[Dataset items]
::::::::::

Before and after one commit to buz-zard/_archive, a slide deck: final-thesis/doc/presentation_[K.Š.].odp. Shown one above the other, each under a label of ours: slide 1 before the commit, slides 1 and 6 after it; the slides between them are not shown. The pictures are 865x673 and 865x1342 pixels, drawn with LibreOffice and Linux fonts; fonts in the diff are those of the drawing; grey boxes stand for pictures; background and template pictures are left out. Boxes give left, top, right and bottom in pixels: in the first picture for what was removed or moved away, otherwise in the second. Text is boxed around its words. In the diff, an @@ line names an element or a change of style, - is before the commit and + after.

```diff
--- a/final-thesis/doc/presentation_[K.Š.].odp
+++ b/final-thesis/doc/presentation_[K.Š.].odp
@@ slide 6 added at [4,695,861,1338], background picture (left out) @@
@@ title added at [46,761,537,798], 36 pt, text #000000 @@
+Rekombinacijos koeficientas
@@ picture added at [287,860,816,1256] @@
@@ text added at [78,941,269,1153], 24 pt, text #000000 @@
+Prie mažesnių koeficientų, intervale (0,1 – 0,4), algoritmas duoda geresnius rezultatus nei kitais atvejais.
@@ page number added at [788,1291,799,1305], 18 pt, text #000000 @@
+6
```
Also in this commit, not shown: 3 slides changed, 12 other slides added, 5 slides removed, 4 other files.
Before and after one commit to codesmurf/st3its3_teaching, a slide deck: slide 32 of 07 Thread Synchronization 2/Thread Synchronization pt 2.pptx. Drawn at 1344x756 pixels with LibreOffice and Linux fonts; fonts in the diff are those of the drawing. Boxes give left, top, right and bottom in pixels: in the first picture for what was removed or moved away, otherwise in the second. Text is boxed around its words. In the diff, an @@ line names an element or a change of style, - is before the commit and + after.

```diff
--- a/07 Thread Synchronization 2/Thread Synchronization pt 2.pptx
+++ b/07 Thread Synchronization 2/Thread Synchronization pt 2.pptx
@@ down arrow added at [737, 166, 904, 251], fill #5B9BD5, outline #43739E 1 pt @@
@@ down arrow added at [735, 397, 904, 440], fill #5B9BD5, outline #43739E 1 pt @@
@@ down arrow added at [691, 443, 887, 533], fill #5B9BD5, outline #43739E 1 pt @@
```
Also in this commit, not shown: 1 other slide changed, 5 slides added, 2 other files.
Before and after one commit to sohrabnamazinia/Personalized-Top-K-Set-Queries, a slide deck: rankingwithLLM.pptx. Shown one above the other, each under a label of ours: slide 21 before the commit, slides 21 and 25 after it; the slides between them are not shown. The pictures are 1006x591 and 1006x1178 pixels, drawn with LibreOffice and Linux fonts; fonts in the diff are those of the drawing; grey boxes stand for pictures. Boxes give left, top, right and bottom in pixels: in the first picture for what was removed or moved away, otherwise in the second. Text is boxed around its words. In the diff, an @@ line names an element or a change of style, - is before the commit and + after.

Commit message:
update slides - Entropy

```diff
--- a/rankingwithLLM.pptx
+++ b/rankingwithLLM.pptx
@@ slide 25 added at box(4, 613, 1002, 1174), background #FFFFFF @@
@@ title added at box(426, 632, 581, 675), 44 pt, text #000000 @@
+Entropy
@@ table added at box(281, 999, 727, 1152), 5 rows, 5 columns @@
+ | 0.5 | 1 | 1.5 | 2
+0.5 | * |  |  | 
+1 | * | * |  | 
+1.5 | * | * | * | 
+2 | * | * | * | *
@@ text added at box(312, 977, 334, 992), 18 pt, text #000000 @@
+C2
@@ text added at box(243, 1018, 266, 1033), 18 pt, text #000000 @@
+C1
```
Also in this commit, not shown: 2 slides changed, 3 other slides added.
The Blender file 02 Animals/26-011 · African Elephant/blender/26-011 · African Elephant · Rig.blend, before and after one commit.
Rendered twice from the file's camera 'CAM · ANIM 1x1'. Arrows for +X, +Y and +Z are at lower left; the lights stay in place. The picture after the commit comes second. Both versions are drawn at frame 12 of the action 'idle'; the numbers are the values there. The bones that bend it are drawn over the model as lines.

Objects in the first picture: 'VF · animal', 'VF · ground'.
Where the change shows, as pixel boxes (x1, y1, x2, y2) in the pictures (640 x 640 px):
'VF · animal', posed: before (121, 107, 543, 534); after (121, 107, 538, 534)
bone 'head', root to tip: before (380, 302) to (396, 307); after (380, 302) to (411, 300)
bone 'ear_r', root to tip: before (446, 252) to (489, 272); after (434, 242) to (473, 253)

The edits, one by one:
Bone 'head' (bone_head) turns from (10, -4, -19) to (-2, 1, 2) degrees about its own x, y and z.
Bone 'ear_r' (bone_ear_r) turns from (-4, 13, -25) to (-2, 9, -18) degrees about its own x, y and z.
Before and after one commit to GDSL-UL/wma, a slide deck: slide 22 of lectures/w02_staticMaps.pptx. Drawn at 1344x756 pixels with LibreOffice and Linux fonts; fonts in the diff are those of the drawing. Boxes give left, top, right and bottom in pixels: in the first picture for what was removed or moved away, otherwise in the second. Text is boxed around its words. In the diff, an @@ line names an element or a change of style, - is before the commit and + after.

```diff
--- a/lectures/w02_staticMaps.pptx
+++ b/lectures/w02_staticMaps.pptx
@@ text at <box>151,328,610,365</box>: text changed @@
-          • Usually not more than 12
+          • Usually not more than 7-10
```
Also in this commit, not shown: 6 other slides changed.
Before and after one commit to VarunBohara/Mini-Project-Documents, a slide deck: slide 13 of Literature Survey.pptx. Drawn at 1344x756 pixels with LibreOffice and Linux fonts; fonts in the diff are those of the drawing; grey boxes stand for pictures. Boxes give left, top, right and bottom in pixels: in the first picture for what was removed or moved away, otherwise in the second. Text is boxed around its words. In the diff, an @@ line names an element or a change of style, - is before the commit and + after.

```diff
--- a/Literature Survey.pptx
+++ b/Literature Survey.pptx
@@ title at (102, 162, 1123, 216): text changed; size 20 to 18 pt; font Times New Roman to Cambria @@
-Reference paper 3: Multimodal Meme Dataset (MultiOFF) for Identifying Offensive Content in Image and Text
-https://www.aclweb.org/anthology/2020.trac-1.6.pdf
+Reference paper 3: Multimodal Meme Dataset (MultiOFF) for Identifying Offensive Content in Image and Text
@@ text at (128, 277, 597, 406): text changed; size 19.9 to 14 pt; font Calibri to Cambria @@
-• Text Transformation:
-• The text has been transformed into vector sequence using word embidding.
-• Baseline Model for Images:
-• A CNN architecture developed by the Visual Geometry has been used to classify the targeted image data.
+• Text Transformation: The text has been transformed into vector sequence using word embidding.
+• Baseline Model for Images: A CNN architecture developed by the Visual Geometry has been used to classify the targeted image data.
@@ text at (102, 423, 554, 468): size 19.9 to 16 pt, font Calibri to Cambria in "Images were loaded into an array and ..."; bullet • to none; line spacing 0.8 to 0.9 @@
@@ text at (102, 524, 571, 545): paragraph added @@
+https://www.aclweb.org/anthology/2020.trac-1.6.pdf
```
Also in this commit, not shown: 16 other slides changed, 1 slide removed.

::::::::::

- Task description
Each line of the records above that contains the word "into" should be counted; give the resulting number without further words.

- Result
3